• REQUIREMENT: Examine the entries and show every line in which the word "axis" is found.

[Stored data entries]
---------------

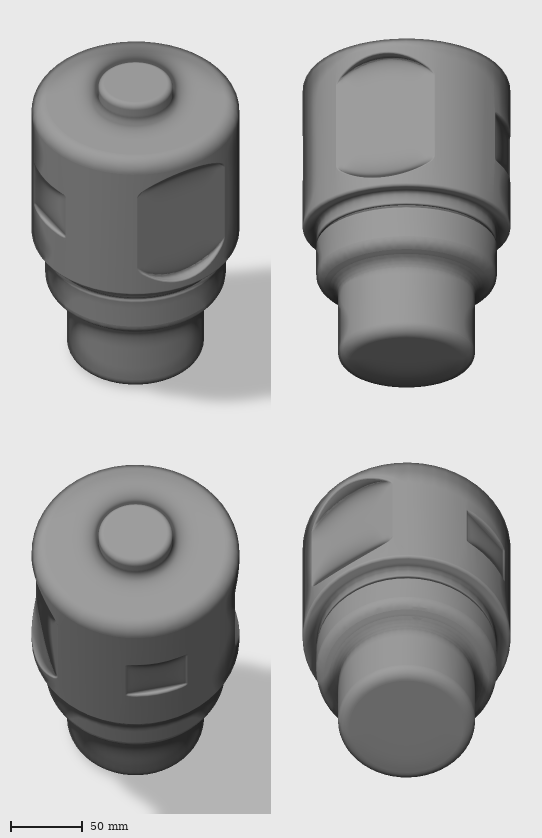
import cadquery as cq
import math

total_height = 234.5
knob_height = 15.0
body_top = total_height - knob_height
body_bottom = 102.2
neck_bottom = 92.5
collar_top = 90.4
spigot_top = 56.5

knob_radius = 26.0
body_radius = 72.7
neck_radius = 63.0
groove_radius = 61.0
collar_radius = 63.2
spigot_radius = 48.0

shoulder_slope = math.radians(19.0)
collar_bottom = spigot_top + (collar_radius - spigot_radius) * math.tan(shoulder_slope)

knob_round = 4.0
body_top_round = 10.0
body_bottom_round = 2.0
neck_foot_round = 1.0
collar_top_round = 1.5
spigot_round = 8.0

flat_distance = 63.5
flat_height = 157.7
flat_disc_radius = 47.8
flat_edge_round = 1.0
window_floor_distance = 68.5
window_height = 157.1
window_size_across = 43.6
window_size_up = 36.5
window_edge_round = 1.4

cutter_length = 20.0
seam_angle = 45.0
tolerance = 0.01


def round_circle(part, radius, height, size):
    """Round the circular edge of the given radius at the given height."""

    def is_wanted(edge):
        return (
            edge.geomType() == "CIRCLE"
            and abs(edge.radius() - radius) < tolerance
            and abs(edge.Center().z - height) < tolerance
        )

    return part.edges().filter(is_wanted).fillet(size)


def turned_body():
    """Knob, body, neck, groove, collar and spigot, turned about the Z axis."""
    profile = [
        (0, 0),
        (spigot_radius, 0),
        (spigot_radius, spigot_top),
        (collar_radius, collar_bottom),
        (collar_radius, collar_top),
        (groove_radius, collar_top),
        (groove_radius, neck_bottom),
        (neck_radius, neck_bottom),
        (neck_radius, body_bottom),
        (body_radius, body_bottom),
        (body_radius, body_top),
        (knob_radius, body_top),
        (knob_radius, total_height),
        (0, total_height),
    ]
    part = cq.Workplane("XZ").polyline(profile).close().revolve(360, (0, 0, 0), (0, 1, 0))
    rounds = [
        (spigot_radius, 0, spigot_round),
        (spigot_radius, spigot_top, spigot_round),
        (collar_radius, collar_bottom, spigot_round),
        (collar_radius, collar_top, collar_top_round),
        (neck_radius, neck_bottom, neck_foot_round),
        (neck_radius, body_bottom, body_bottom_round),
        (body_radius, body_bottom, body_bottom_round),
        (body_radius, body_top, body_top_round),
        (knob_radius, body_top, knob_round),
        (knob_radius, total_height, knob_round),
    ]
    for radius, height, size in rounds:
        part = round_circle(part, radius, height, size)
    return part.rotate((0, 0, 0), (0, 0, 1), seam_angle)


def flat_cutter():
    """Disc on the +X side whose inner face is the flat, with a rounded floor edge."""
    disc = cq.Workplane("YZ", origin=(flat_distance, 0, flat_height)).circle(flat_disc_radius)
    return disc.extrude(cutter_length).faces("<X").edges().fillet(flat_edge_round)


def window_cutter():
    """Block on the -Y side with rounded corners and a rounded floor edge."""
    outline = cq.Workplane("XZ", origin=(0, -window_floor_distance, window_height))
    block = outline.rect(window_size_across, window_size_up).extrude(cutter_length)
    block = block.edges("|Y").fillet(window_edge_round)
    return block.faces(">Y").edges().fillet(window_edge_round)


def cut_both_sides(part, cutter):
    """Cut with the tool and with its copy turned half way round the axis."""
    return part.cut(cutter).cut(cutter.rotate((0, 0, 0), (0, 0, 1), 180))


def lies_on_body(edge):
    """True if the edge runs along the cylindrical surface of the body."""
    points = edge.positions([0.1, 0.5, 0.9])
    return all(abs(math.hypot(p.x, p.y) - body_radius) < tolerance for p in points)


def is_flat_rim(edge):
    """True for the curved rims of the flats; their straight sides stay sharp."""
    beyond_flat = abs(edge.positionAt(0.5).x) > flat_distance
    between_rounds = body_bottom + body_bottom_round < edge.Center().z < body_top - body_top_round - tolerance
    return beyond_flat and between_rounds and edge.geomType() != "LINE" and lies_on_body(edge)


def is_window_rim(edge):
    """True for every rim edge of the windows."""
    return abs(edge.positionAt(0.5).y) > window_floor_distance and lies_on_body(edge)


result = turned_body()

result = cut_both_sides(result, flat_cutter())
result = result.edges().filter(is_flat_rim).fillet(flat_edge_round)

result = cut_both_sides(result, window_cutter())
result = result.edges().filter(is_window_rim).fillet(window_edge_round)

---------------

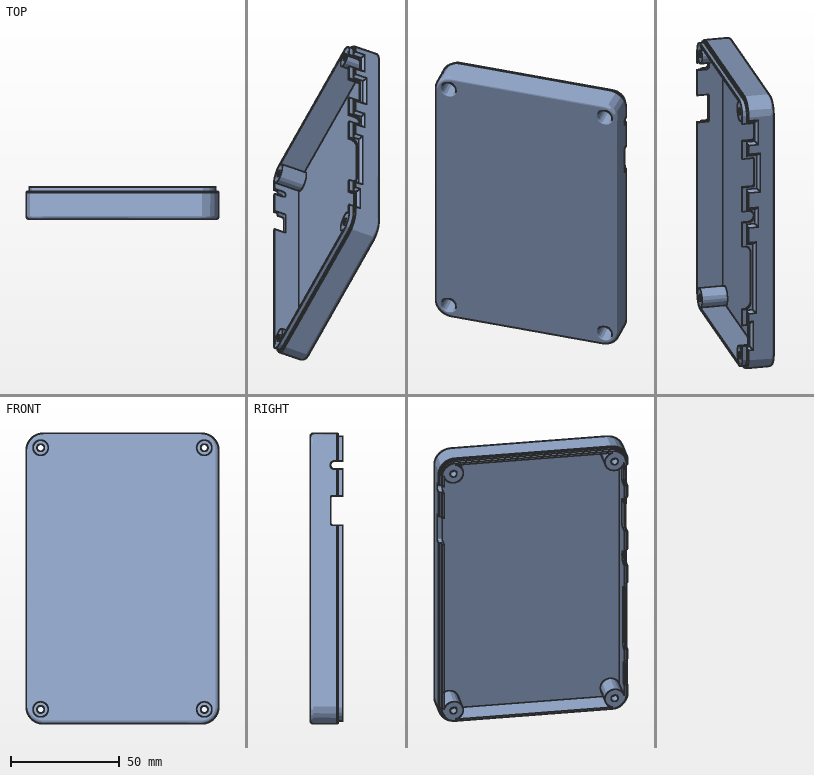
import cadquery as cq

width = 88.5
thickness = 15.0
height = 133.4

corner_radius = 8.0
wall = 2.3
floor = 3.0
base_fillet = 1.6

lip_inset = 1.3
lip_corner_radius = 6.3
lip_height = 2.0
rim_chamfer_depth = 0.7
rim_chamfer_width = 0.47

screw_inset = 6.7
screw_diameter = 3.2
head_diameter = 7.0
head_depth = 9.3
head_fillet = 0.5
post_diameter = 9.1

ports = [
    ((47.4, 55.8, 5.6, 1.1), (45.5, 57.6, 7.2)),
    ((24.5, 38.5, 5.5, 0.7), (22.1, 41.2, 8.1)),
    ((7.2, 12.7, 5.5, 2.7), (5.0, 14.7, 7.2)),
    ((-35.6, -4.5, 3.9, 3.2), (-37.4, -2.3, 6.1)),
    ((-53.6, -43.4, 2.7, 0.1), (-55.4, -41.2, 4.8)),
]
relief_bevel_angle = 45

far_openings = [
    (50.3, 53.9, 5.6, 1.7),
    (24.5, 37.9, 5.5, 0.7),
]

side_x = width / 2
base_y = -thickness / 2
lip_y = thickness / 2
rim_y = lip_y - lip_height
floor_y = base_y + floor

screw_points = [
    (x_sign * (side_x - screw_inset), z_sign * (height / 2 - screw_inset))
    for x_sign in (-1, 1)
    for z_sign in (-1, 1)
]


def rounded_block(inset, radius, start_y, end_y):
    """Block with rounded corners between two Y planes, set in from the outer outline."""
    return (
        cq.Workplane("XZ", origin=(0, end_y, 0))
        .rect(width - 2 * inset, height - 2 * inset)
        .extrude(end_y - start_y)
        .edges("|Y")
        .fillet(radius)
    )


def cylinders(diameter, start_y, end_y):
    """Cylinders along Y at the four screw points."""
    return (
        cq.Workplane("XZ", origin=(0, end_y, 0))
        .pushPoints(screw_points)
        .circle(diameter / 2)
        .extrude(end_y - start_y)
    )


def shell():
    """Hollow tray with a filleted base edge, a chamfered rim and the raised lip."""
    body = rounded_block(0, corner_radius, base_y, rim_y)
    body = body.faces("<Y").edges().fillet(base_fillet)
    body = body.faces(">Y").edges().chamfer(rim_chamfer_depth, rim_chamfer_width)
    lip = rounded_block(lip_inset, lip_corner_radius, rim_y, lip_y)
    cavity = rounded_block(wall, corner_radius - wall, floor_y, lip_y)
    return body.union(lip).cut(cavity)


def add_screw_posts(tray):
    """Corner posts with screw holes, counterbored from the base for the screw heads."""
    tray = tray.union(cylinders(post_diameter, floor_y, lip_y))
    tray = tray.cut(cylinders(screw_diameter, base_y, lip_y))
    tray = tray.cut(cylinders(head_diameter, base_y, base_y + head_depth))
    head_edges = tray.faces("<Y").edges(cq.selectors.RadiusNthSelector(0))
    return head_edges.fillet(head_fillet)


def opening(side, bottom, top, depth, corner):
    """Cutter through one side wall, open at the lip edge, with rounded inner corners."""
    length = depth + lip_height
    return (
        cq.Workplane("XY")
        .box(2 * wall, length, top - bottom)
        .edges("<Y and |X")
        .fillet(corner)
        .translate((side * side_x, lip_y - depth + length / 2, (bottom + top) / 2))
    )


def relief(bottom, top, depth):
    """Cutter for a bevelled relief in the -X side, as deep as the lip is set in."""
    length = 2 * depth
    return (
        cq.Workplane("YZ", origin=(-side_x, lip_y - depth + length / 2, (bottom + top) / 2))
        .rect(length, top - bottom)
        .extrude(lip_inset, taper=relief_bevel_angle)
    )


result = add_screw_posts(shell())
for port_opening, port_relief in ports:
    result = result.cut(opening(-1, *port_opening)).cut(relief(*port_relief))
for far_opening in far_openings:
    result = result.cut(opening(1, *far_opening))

---------------

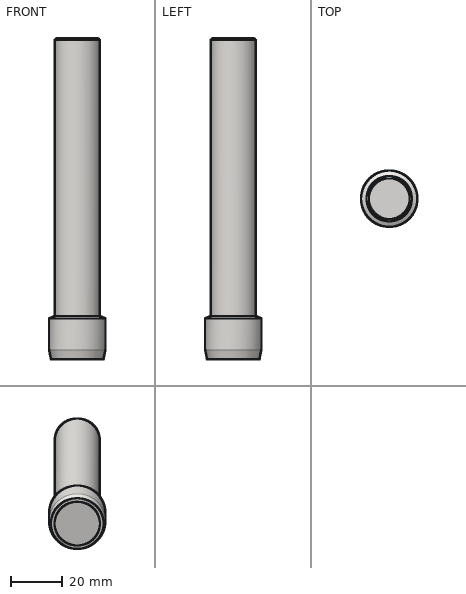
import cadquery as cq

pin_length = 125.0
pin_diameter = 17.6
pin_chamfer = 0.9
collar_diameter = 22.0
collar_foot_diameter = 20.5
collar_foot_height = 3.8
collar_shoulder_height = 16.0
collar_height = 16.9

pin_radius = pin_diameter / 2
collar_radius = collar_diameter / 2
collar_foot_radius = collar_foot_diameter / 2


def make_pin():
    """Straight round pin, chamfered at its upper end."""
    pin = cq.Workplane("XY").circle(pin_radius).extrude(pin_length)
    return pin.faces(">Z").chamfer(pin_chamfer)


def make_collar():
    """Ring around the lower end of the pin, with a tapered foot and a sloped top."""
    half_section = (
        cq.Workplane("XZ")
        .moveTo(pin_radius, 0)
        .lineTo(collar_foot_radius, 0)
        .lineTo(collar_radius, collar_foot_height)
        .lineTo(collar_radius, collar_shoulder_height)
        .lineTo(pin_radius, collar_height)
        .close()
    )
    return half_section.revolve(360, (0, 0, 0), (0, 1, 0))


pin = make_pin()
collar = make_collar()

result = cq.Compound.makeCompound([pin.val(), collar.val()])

---------------

• TASK OUTPUT:
    """Knob, body, neck, groove, collar and spigot, turned about the Z axis."""
    """Cut with the tool and with its copy turned half way round the axis."""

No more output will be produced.